The Russian and Chinese navies have started their first ever series of joint naval exercises in the Yellow Sea, China’s Xinhua news agency has announced. Referring to the maneuvers as ‘war games’, the Chinese agency said that the fleets will work on anti-submarine, anti-piracy and anti-terrorism cooperation.
Joint naval exercises represent a step forward in China-Russia relations, but it is likely that neither side really expects all that much from the relationship. Russians speaking candidly will say that China’s rise is one of Russia’s greatest geopolitical worries, and Russian cooperation in China’s efforts to dominate its region are highly unlikely. China knows this, has little respect for Russian governance or technology, and places little faith that a military alliance with Russia could change the basically unfavorable balance of power in maritime Asia.
Both countries do, however, share an interest in checking US influence globally and, to a lesser extent, regionally. Brandishing the possibility of closer Sino-Russian cooperation is one of the diplomatic weapons the two countries have, and it’s probably best to see these naval exercises in that light. Russia and China are signaling that they cannot be pressed too far, and that the US should tread lightly where their interests are concerned.
This is bark, not bite, but the United States should not ignore it completely. To the extent that we can, we should deepen our relations with both countries, identify issues of mutual interest and work together on them, and, again, within the bounds of what is reasonable and appropriate, we should beware of treading unnecessarily on their toes.

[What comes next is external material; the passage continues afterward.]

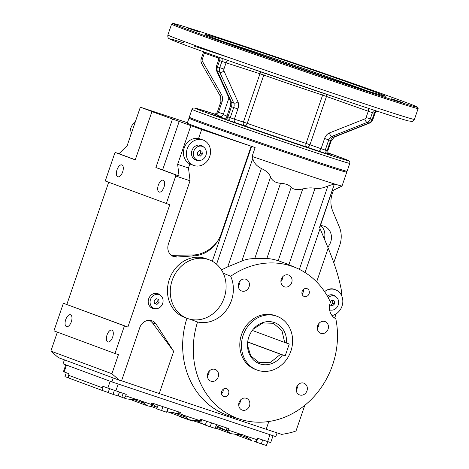 <?xml version="1.0" encoding="UTF-8"?>
<svg xmlns="http://www.w3.org/2000/svg" width="469" height="469" viewBox="0 0 469 469"><rect width="100%" height="100%" fill="white"/><g stroke="black" fill="none" stroke-linecap="round" stroke-linejoin="round"><path stroke-width="0.7" d="M121.577 380.787L159.243 393.55L173.677 351.392L152.413 322.795L149.857 320.35M119.349 380.23L58.308 357.601L50.863 351.111L111.903 373.74L119.349 380.23L121.518 380.951L139.75 327.702A10.424 9.14 -69.7 0 1 152.044 320.825A10.424 9.14 -69.7 0 1 156.159 324.185L173.677 351.392M302.745 188.943C307.764 187.741 311.856 187.553 315.01 188.386C318.51 188.972 322.807 188.186 327.901 186.017L334.415 183.942A104.235 1.436 -161.1 0 0 334.45 183.948A83.388 1.149 -161.1 0 1 334.133 183.848A83.388 1.149 18.9 0 1 300.693 172.938A83.388 1.149 18.9 0 1 252.088 156.435L252.785 158.44C253.752 162.714 256.625 166.079 261.403 168.547C266.093 170.622 269.159 173.424 270.601 176.965C272.043 180.665 275.344 182.781 280.509 183.315C285.433 183.59 289.004 184.927 291.22 187.319C293.758 189.705 297.598 190.25 302.745 188.943L278.176 260.7L286.606 263.742L296.607 268.08A80.785 70.848 110.3 0 0 230.695 276.264L223.256 273.204A31.271 27.425 -69.7 0 1 219.392 307.06A31.271 27.425 -69.7 0 1 189.916 319.207L197.555 321.992A80.785 70.848 110.3 0 0 240.509 419.397A80.785 70.848 110.3 0 0 312.864 397.818A80.785 70.848 110.3 0 0 335.792 318.721A13.548 11.883 -69.7 0 1 330.44 302.171A80.785 70.848 110.3 0 0 296.607 268.08M221.456 269.915L227.758 266.826L241.805 261.086C245.234 259.474 249.543 258.648 254.731 258.607L266.814 258.595C269.839 258.589 273.626 259.293 278.176 260.7M257.065 370.053L255.417 369.443A28.668 25.138 -69.7 0 1 241.67 334.209A28.668 25.138 -69.7 0 1 274.67 315.449A28.668 25.138 -69.7 0 1 275.35 315.684L276.991 316.294A28.668 25.138 -69.7 0 1 290.874 351.14A28.668 25.138 -69.7 0 1 257.065 370.053A28.668 25.138 -69.7 0 1 243.458 334.432A28.668 25.138 -69.7 0 1 276.991 316.294M198.569 160.404A7.821 6.859 -69.7 0 1 195.925 160.128A7.821 6.859 -69.7 0 1 195.737 160.064A7.821 6.859 -69.7 0 1 192.026 150.35A7.821 6.859 -69.7 0 1 201.178 145.402A7.821 6.859 -69.7 0 1 203.54 146.99M200.937 145.32A7.821 6.859 -69.7 0 1 202.872 146.615M197.818 160.251A7.821 6.859 -69.7 0 1 195.509 159.97M155.286 308.661A7.821 6.859 -69.7 0 1 152.642 308.385A7.821 6.859 -69.7 0 1 152.46 308.321A7.821 6.859 -69.7 0 1 148.749 298.606A7.821 6.859 -69.7 0 1 157.895 293.658A7.821 6.859 -69.7 0 1 160.257 295.247M157.654 293.576A7.821 6.859 -69.7 0 1 159.589 294.872M154.536 308.508A7.821 6.859 -69.7 0 1 152.226 308.227M327.327 296.068A7.821 6.859 -69.7 0 1 333.447 295.124A7.821 6.859 -69.7 0 1 335.81 296.713M330.838 310.126A7.821 6.859 -69.7 0 1 329.654 310.144M333.207 295.042A7.821 6.859 -69.7 0 1 335.142 296.338M330.088 309.974A7.821 6.859 -69.7 0 1 329.631 309.991M130.388 136.233A13.548 11.883 -69.7 0 1 135.488 121.33M251.161 146.246L201.06 129.303L201.647 129.52L198.58 138.478A13.548 11.883 110.3 0 0 184.247 147.882A13.548 11.883 110.3 0 0 189.863 163.945L188.485 167.972L190.051 180.782L168.447 243.886A10.424 9.14 110.3 0 0 173.495 256.561A10.424 9.14 110.3 0 0 176.913 257.041L194.576 255.804A31.271 27.425 110.3 0 0 221.21 233.726L251.161 146.246L255.13 147.559L252.088 156.435M193.75 165.44A13.548 11.883 -69.7 0 1 187.313 148.603A13.548 11.883 -69.7 0 1 203.165 140.032A13.548 11.883 -69.7 0 1 209.666 156.681A13.548 11.883 -69.7 0 1 194.066 165.551A13.548 11.883 -69.7 0 1 193.75 165.44L189.851 163.986M198.604 138.408L203.165 140.032M335.435 289.748L333.729 289.121C331.319 288.347 328.628 288.922 325.662 290.844A13.548 11.883 -69.7 0 1 335.118 289.637A13.548 11.883 -69.7 0 1 335.435 289.748A13.548 11.883 -69.7 0 1 342.692 303.273A13.548 11.883 -69.7 0 1 332.005 315.573M163.974 187.195A6.255 3.002 -71.5 0 0 163.136 180.219A6.255 3.002 -71.5 0 0 158.305 185.202A6.255 3.002 -71.5 0 0 159.173 192.085A6.255 3.002 -71.5 0 0 163.974 187.195M112.654 337.076A6.255 3.002 -71.5 0 0 111.821 330.1A6.255 3.002 -71.5 0 0 106.991 335.083A6.255 3.002 -71.5 0 0 107.858 341.965A6.255 3.002 -71.5 0 0 112.654 337.076M71.335 321.757A6.255 3.002 -71.5 0 0 70.502 314.781A6.255 3.002 -71.5 0 0 65.672 319.764A6.255 3.002 -71.5 0 0 66.539 326.647A6.255 3.002 -71.5 0 0 71.335 321.757M122.655 171.877A6.255 3.002 -71.5 0 0 121.817 164.9A6.255 3.002 -71.5 0 0 116.986 169.884A6.255 3.002 -71.5 0 0 117.854 176.766A6.255 3.002 -71.5 0 0 122.655 171.877M320.415 225.665A13.032 11.426 -69.7 0 1 324.355 226.287A13.032 11.426 -69.7 0 1 327.767 247.11M320.849 225.659A13.032 11.426 -69.7 0 1 324.349 238.873M189.916 319.207A31.271 27.425 -69.7 0 1 188.051 318.668A31.271 27.425 -69.7 0 1 187.313 318.404L184.493 317.361A31.271 27.425 -69.7 0 1 169.649 278.51A31.271 27.425 -69.7 0 1 206.237 258.718L209.051 259.767A31.271 27.425 -69.7 0 1 223.256 273.204M187.313 318.404A31.271 27.425 -69.7 0 1 172.469 279.553A31.271 27.425 -69.7 0 1 209.051 259.767M189.839 118.323A83.388 1.149 18.9 0 0 188.966 118.194A83.388 1.149 18.9 0 0 305.419 159.132A83.388 1.149 18.9 0 0 346.749 172.217A83.388 1.149 18.9 0 0 345.981 171.783M319.711 227.717L334.45 183.948A83.388 1.149 18.9 0 0 342.012 186.035A83.388 1.149 18.9 0 0 342.024 186.023L346.749 172.217M188.966 118.194L187.278 123.124A83.388 1.149 18.9 0 0 255.13 147.559M304.27 296.496A4.168 3.658 -69.7 0 1 304.17 296.461A4.168 3.658 -69.7 0 1 302.194 291.284A4.168 3.658 -69.7 0 1 307.072 288.646A4.168 3.658 -69.7 0 1 309.071 293.77A4.168 3.658 -69.7 0 1 304.27 296.496M303.631 289.279A4.168 3.658 -69.7 0 1 301.977 293.735M223.795 396.516A4.168 3.658 -69.7 0 1 223.701 396.481A4.168 3.658 -69.7 0 1 221.72 391.304A4.168 3.658 -69.7 0 1 226.597 388.666A4.168 3.658 -69.7 0 1 228.596 393.79A4.168 3.658 -69.7 0 1 223.795 396.516M223.156 389.299A4.168 3.658 -69.7 0 1 221.503 393.761M284.46 286.852A6.255 5.487 -69.7 0 1 284.314 286.799A6.255 5.487 -69.7 0 1 281.341 279.026A6.255 5.487 -69.7 0 1 288.658 275.069A6.255 5.487 -69.7 0 1 291.659 282.754A6.255 5.487 -69.7 0 1 284.46 286.852M280.902 281.588A6.255 5.487 110.3 0 0 282.678 276.798M242.256 410.111A6.255 5.487 -69.7 0 1 242.11 410.058A6.255 5.487 -69.7 0 1 239.143 402.285A6.255 5.487 -69.7 0 1 246.46 398.328A6.255 5.487 -69.7 0 1 249.455 406.013A6.255 5.487 -69.7 0 1 242.256 410.111M238.703 404.847A6.255 5.487 110.3 0 0 240.474 400.057M210.962 381.209A6.255 5.487 -69.7 0 1 210.816 381.156A6.255 5.487 -69.7 0 1 207.843 373.383A6.255 5.487 -69.7 0 1 215.16 369.425A6.255 5.487 -69.7 0 1 218.161 377.111A6.255 5.487 -69.7 0 1 210.962 381.209M209.18 371.155A6.255 5.487 -69.7 0 1 207.404 375.945M241.828 291.061A6.255 5.487 -69.7 0 1 241.676 291.009A6.255 5.487 -69.7 0 1 238.709 283.241A6.255 5.487 -69.7 0 1 246.026 279.284A6.255 5.487 -69.7 0 1 249.027 286.969A6.255 5.487 -69.7 0 1 241.828 291.061M240.04 281.013A6.255 5.487 -69.7 0 1 238.27 285.797M299.75 394.968A6.255 5.487 -69.7 0 1 299.597 394.921A6.255 5.487 -69.7 0 1 296.631 387.148A6.255 5.487 -69.7 0 1 303.947 383.191A6.255 5.487 -69.7 0 1 306.949 390.876A6.255 5.487 -69.7 0 1 299.75 394.968M297.967 384.92A6.255 5.487 -69.7 0 1 296.191 389.704M320.849 333.342A6.255 5.487 -69.7 0 1 320.702 333.289A6.255 5.487 -69.7 0 1 317.73 325.521A6.255 5.487 -69.7 0 1 325.046 321.564A6.255 5.487 -69.7 0 1 328.048 329.25A6.255 5.487 -69.7 0 1 320.849 333.342M319.067 323.293A6.255 5.487 -69.7 0 1 317.29 328.077M171.39 255.4L192.302 254.966C204.443 255.224 217.786 245.416 221.21 233.726M341.549 295.482L341.444 290.827C339.363 278.733 334.948 264.504 328.194 248.136L319.553 227.348L334.415 183.942M186.92 318.258A81.372 71.364 110.3 0 0 230.238 416.214L240.509 419.397M111.903 373.74L118.44 354.652L114.975 353.491L124.426 325.885L127.896 327.04L169.76 204.771L105.249 180.981L114.7 153.369L115.521 152.566L135.23 159.87L151.985 111.505L140.331 107.184L187.412 122.731M324.595 291.665L325.662 290.844M304.797 405.304L296.009 430.97C292.597 432.283 287.825 433.42 281.693 434.388A62.541 0.862 -161.1 0 1 266.181 429.264L159.243 393.55M336.103 313.872L334.667 318.07M166.29 203.61L175.74 176.004L190.051 180.782M135.265 159.759L118.991 153.721L127.169 145.642L140.331 107.184M115.521 152.566L118.991 153.721M151.774 111.552L201.647 129.52M50.863 351.111L57.365 332.134M127.896 327.04L63.385 303.255L53.935 330.862L114.975 353.491M66.856 304.41L108.679 182.253M190.807 125.897L177.64 164.355L179.07 175.998L162.614 169.895L179.152 121.577M113.246 377.967L111.898 381.907L275.801 436.651L277.085 432.881M111.898 381.907L63.063 363.803L64.411 359.864M124.426 325.885L63.385 303.255M179.07 175.998L175.599 174.837L175.74 176.004M175.599 174.837L155.89 167.533L172.434 119.214M162.614 169.895L155.89 167.533M230.695 276.264A31.271 27.425 -69.7 0 1 226.668 309.757A31.271 27.425 -69.7 0 1 197.555 321.992M177.64 164.355L188.485 167.972M333.459 190.226L332.298 193.615A22.934 20.114 110.3 0 0 332.632 210.821L339.421 227.178A23.972 21.029 -69.7 0 1 339.773 245.164L333.781 262.669M158.95 294.608A7.299 6.402 110.3 0 0 150.549 299.386A7.299 6.402 110.3 0 0 154.049 308.356A7.299 6.402 110.3 0 0 162.585 303.736A7.299 6.402 110.3 0 0 159.12 294.673A7.299 6.402 110.3 0 0 158.95 294.608M156.992 304.399L154.489 303.56L154.078 300.676L156.177 298.63L158.68 299.468L159.085 302.347L156.992 304.399L155.21 303.736L157.303 301.69L156.904 298.87M154.477 303.49L155.21 303.736M159.085 302.347L157.303 301.69M202.227 146.351A7.299 6.402 110.3 0 0 193.832 151.129A7.299 6.402 110.3 0 0 197.332 160.099A7.299 6.402 110.3 0 0 205.868 155.479A7.299 6.402 110.3 0 0 202.403 146.416A7.299 6.402 110.3 0 0 202.227 146.351M200.275 156.142L197.771 155.303L197.361 152.419L199.46 150.373L201.963 151.211L202.368 154.09L200.275 156.142L198.487 155.479L200.585 153.433L200.187 150.619M197.76 155.233L198.487 155.479M202.368 154.09L200.585 153.433M329.601 309.821A7.299 6.402 110.3 0 0 338.137 305.202A7.299 6.402 110.3 0 0 334.673 296.138A7.299 6.402 110.3 0 0 334.497 296.074A7.299 6.402 110.3 0 0 328.2 297.639M330.182 301.602L331.73 300.096L334.233 300.928L334.637 303.812L332.544 305.858L330.041 305.026L329.883 303.935M332.544 305.858L330.756 305.202L332.855 303.15L332.457 300.336M330.029 304.956L330.756 305.202M334.637 303.812L332.855 303.15M257.774 438.327L256.455 442.173L261.309 443.879L266.468 445.515L267.787 441.675M262.652 439.957L261.309 443.879M267.658 441.628L266.316 445.55M66.293 372.749L64.962 376.63L69.365 378.178M109.494 388.748L108.163 392.647L113.011 394.353L118.176 395.988L119.489 392.148M114.354 390.425L113.011 394.353M119.361 392.102L118.018 396.024M206.606 421.238L205.287 425.084L210.141 426.79L215.306 428.426L216.619 424.586M211.484 422.868L210.141 426.79M216.49 424.539L215.148 428.461M158.041 405.023L156.728 408.862L166.583 412.245L168.054 408.364M162.919 406.652L161.576 410.568M167.925 408.323L166.583 412.245M108.216 392.489L103.702 390.982A2.609 2.286 -69.7 0 1 103.643 390.964A2.609 2.286 -69.7 0 1 102.377 387.793L102.887 386.315L126.243 394.4L125.739 395.883A2.609 1.249 108.5 0 1 123.74 397.917A2.609 1.249 108.5 0 1 123.716 397.911L118.206 395.912M157.203 407.467L153.633 404.735L152.73 404.659L151.757 406.617L147.565 405.873L141.233 401.054A14.592 12.798 110.3 0 0 139.592 400.291A14.592 12.798 110.3 0 0 137.124 399.682L133.454 399.717L126.753 398.926L123.757 397.923M123.74 397.917L126.753 398.926M65.783 364.812L63.432 371.665L69.078 373.781L68.574 375.259A2.609 2.286 110.3 0 0 69.834 378.43A2.609 2.286 110.3 0 0 69.899 378.454L103.579 390.941M256.508 442.015L255.242 441.599M254.685 441.651L254.667 441.646A2.609 1.249 -71.5 0 0 254.685 441.651A2.609 1.249 -71.5 0 0 256.684 439.611L257.194 438.134L270.701 442.589L273.046 435.73M251.636 440.631L245.299 435.812A14.592 12.798 110.3 0 0 243.657 435.05A14.592 12.798 110.3 0 0 241.189 434.441L237.519 434.47L230.818 433.678L215.453 427.986M251.572 440.608L234.905 434.435M205.434 424.662L200.075 423.05M203.581 424.345C201.711 423.595 200.82 422.833 200.908 422.047L201.025 420.787L199.946 420.593A14.592 12.798 110.3 0 0 199.565 420.535L195.895 420.57L189.195 419.778L167.855 411.876M241.189 434.441L228.462 430.19L227.09 430.964L216.232 425.711M201.054 420.781L201.459 419.521M199.946 420.593L200.427 419.175L228.972 428.707L228.462 430.19M196.91 420.47A14.592 12.798 -69.7 0 1 197.044 420.611A14.592 12.798 110.3 0 0 200.105 422.962L191.856 420.365M152.894 403.299L151.739 406.635L151.358 404.436L151.868 402.959L180.407 412.491L179.955 413.81L166.917 411.688M189.13 419.755L182.857 414.959A14.592 12.798 110.3 0 0 181.222 414.197A14.592 12.798 110.3 0 0 179.955 413.81M271.809 435.314L115.884 383.243M147.506 405.855L130.839 399.682M230.76 433.661L227.09 430.964M192.882 420.705L192.753 421.092L189.136 419.943L178.947 416.361L179.064 416.026M285.211 355.836L282.455 354.916A21.891 19.2 -69.7 0 1 260.881 364.167A21.891 19.2 -69.7 0 1 247.491 345.465A21.891 19.2 -69.7 0 1 253.706 328.699A21.891 19.2 -69.7 0 1 275.549 323.018A21.891 19.2 -69.7 0 1 286.506 343.085L289.262 344.006L285.211 355.836L247.685 341.924M253.553 328.875L262.951 322.936L273.333 323.276L281.933 330.586L284.66 342.434L286.506 343.085M282.455 354.916L280.609 354.265L270.648 362.25L258.841 362.373L250.739 355.86L247.485 345.231M252.293 330.434L284.66 342.434M280.609 354.265L247.667 342.053M223.25 118.563L244.701 125.856A3.125 1.595 109.4 0 0 247.239 123.376L263.777 75.063A52.118 0.715 18.9 0 0 322.625 95.107A3.125 2.134 108.2 0 1 323.721 93.401M261.198 72.021A3.125 2.439 -72.1 0 0 259.961 73.762L263.777 75.063A3.125 1.595 109.4 0 0 264.07 73.012M329.349 154.729L307.078 147.108A3.125 1.958 109.5 0 0 309.956 144.751L306.081 143.426A52.118 0.715 18.9 0 1 247.239 123.376L243.417 122.081L259.961 73.762L226.07 62.805L223.93 69.06A2.087 1.307 109.5 0 0 223.912 70.872L237.924 101.714A8.336 5.223 -70.5 0 1 237.877 108.96L234.389 119.161L243.417 122.081A3.125 2.439 107.9 0 0 244.701 125.856A55.242 0.762 18.9 0 0 307.078 147.108A3.125 2.134 108.2 0 1 306.081 143.426L322.625 95.107L368.253 111.247L366.113 117.502A2.087 1.624 107.9 0 1 364.882 118.897L329.514 132.92A8.336 6.496 -72.1 0 0 324.577 138.502L321.083 148.702L309.956 144.751L326.5 96.432A3.125 1.958 -70.5 0 0 326.717 94.416M327.825 153.082L332.374 154.706L327.89 153.24M211.296 114.231L219.639 117.057L211.296 114.231M298.19 144.37L306.527 147.196L298.19 144.37M172.938 23.45L171.613 24.101A130.294 1.794 18.9 0 0 171.595 24.118A130.294 1.794 18.9 0 0 353.556 88.084A130.294 1.794 18.9 0 0 418.137 108.527A130.294 1.794 18.9 0 0 418.131 108.497L417.48 107.178A129.251 1.782 18.9 0 0 295.781 63.649A129.251 1.782 18.9 0 0 172.938 23.45A129.251 1.782 18.9 0 0 353.427 86.923A129.251 1.782 18.9 0 0 417.48 107.178M259.662 54.779L271.012 58.619L259.662 54.779M320.122 72.343L331.472 76.189L320.122 72.343M338.167 81.266A95.377 1.313 18.9 0 0 385.424 96.245A95.377 1.313 18.9 0 0 295.628 64.095A95.377 1.313 18.9 0 0 204.971 34.46A95.377 1.313 18.9 0 0 338.167 81.266M188.28 28.316L199.63 32.156L188.28 28.316M391.504 98.812L402.853 102.652L391.504 98.812M347.072 171.244L345.753 171.894A82.345 1.137 18.9 0 1 304.95 158.962A82.345 1.137 18.9 0 1 189.951 118.551L189.306 117.227A83.388 1.149 18.9 0 0 189.306 117.227A83.388 1.149 18.9 0 0 305.759 158.147A83.388 1.149 18.9 0 0 347.072 171.244A83.388 1.149 18.9 0 0 347.089 171.232L349.786 163.347L349.833 162.122L349.352 161.242L346.081 159.571L327.72 152.771A81.301 1.12 18.9 0 1 308.192 147.94A81.301 1.12 18.9 0 1 211.138 114.407A81.301 1.12 18.9 0 1 214.403 114.002L195.438 108.122L193.134 108.081L192.003 109.324A83.388 1.149 18.9 0 0 308.455 150.262A83.388 1.149 18.9 0 0 349.786 163.347M366.547 90.611A93.812 1.29 18.9 0 0 223.344 41.577M152.413 322.795L156.159 324.185M315.01 188.386L288.875 264.727M280.509 183.315L254.731 258.607M291.22 187.319L266.814 258.595M261.403 168.547L227.758 266.826M270.601 176.965L241.805 261.086M172.586 255.435L176.913 257.041M327.901 186.017L299.369 269.358M252.785 158.44L216.567 264.229M268.837 421.502L266.181 429.264M328.194 248.136L316.639 281.892M251.595 146.392L212.275 261.239M320.087 228.602L305.043 272.536M192.302 254.966L194.576 255.804M123.159 393.368L121.84 397.214M137.124 399.682L125.739 395.883M102.377 387.793L68.574 375.259M256.684 439.611L245.299 435.812M201.729 419.608L200.92 421.971M216.748 424.627L216.361 425.752M226.99 428.05L226.216 430.308M200.908 422.047L197.044 420.611M151.358 404.436L141.233 401.054M199.565 420.535L182.857 414.959M269.962 434.71L267.6 441.61M118.2 384.023L115.837 390.923M153.164 403.393L152.73 404.659M168.183 408.411L167.052 411.712M178.425 411.829L177.903 413.371M157.068 407.321L152.273 405.544M227.113 430.993L215.851 426.819M185.489 417.093L173.466 412.638M110.168 381.268L107.817 388.144M247.931 437.946L238.334 434.388M143.86 403.193L134.269 399.635M66.504 365.081L64.147 371.952M233.128 58.983A127.169 1.753 18.9 0 0 193.779 46.032M183.59 42.796A127.169 1.753 18.9 0 0 205.627 52.516A127.169 1.753 18.9 0 0 347.423 101.363M220.002 116.593L219.996 116.593C220.594 116.195 221.204 117.742 223.273 114.518A52.118 0.715 18.9 0 0 226.984 116.083M220.131 116.611A55.242 0.762 18.9 0 0 224.446 118.581M220.975 116.558L213.811 113.932M223.437 114.055L218.484 112.296L221.978 102.101A8.336 6.496 -72.1 0 0 221.52 94.603L202.374 61.24A2.087 1.624 107.9 0 1 202.262 59.37L204.402 53.114L218.507 58.121M376.671 111.036A3.125 2.439 -72.1 0 0 374.28 113.269L372.415 112.666L370.276 118.921L372.14 119.525A5.212 4.063 107.9 0 1 369.056 123.013L333.688 137.036A5.212 4.063 -72.1 0 0 330.604 140.524L327.11 150.719L321.083 148.702A3.125 1.958 109.5 0 1 318.211 151.053M374.942 113.469L374.28 113.269L372.14 119.525L372.802 119.724L374.942 113.469L375.986 112.009L377.674 111.364M324.577 138.502L331.266 140.718L334.397 137.03A3.125 1.647 68.4 0 1 333.688 137.036L331.823 136.432A5.212 4.063 -72.1 0 0 328.74 139.92L325.246 150.115A3.125 2.439 107.9 0 0 326.53 153.891M349.845 98.93A130.294 1.794 18.9 0 0 414.42 119.372C413.57 120.855 412.79 121.541 412.075 121.448L408.001 120.85C399.524 118.505 379.339 112.015 347.447 101.374L236.042 63.262C202.016 51.344 180.688 43.611 172.053 40.07L169.121 38.64C168.054 38.235 167.638 37.004 167.879 34.964A130.294 1.794 18.9 0 0 349.845 98.93M221.62 58.197A3.125 1.958 -70.5 0 1 221.907 61.386L219.609 60.571L217.469 66.827L219.768 67.642A5.212 3.265 109.5 0 0 219.738 72.173L233.75 103.016A5.212 3.265 -70.5 0 1 233.714 107.542L230.226 117.742L226.832 116.517L230.326 106.322L237.877 108.96M228.391 60.583A3.125 2.439 -72.1 0 0 226.07 62.805L221.907 61.386L219.768 67.642L223.93 69.06M217.587 56.772L218.583 58.349L218.519 60.161L216.373 66.416L217.469 66.827A5.212 3.265 109.5 0 0 217.44 71.358L231.452 102.201A5.212 3.265 -70.5 0 1 231.422 106.727L227.928 116.928A3.125 1.958 109.5 0 1 225.05 119.284M366.113 117.502L370.276 118.921A5.212 4.063 107.9 0 1 367.192 122.409L369.056 123.013A3.125 1.647 68.4 0 0 369.76 123.013C370.451 123.113 371.466 122.016 372.802 119.724M364.882 118.897A3.125 1.647 -111.6 0 0 367.192 122.409L331.823 136.432A3.125 1.647 -111.6 0 1 329.514 132.92M223.912 70.872A3.125 2.046 -24.4 0 1 219.738 72.173L217.44 71.358A3.125 2.046 155.6 0 1 216.473 70.532L230.484 101.38A3.125 2.046 155.6 0 0 231.452 102.201L233.75 103.016A3.125 2.046 -24.4 0 0 237.924 101.714M215.611 114.653A3.125 1.958 109.5 0 0 218.484 112.296L217.393 111.886L220.881 101.691L221.978 102.101M220.881 101.691L220.67 96.761A3.125 1.6 -29.8 0 1 221.52 94.603M220.67 96.761L201.529 63.403A3.125 1.6 -29.8 0 1 202.374 61.24M201.529 63.403C200.779 63.344 200.861 58.332 201.166 58.959L202.262 59.37M203.476 51.748L203.306 52.704L204.402 53.114A3.125 1.958 -70.5 0 0 204.625 52.159M368.101 108.228A3.125 1.958 -70.5 0 1 368.253 111.247L372.415 112.666A3.125 2.439 -72.1 0 1 374.819 110.432M331.266 140.718L327.772 150.918L327.11 150.719A3.125 2.439 107.9 0 0 328.394 154.494M218.519 60.161L219.609 60.571A3.125 1.958 -70.5 0 0 219.328 57.388M235.673 122.937A3.125 2.439 107.9 0 1 234.389 119.161L230.226 117.742A3.125 1.958 109.5 0 1 227.348 120.099M332.363 190.76L342.012 186.035M150.332 306.978L154.049 308.356M155.403 293.295L159.12 294.673M193.615 158.721L197.332 160.099M198.686 145.038L202.403 146.416M330.956 294.761L334.673 296.138M69.834 378.43L103.643 390.964M151.651 406.629L156.834 408.552M223.273 114.518L228.936 97.974M414.42 119.372L418.137 108.527M167.879 34.964L171.595 24.118M189.3 117.209L192.003 109.324M203.306 52.704L201.166 58.959M369.76 123.013L334.397 137.03M216.373 66.416L216.473 70.532M230.484 101.38C230.947 101.181 230.889 102.828 230.326 106.322M327.772 150.918C328.212 153.984 328.757 155.262 329.408 154.758L327.497 154.061M214.796 114.248L213.747 113.92C215.418 114.184 216.631 113.51 217.393 111.886M224.235 118.874L223.191 118.551C224.862 118.815 226.076 118.141 226.832 116.517"/></g></svg>

Both Russia and China have been badly shaken by the economic crisis, and governments in both countries are more fragile than they would like the world to think. Both governments are worried about their domestic legitimacy, and both view the international system with alarm. While both countries are promoting the “US in decline” meme around the world (and besides intel services and nuclear weapons, global propaganda may be the most important capacity that modern Russia inherited from the Soviet Union and the Putin government pushes this for all it is worth), the policy makers in both capitals appear, if anything, obsessed with worries about rising US strength.
Fear rather than hope rules the roost in both countries today and American policy makers need to take that into account as we plan our own moves.
And the rising tension in maritime Asia — where Filipino and Chinese computer hackers are caught up in a cyberwar sparked by their ongoing sprat in the Spratlys — is something that Washington cannot ignore.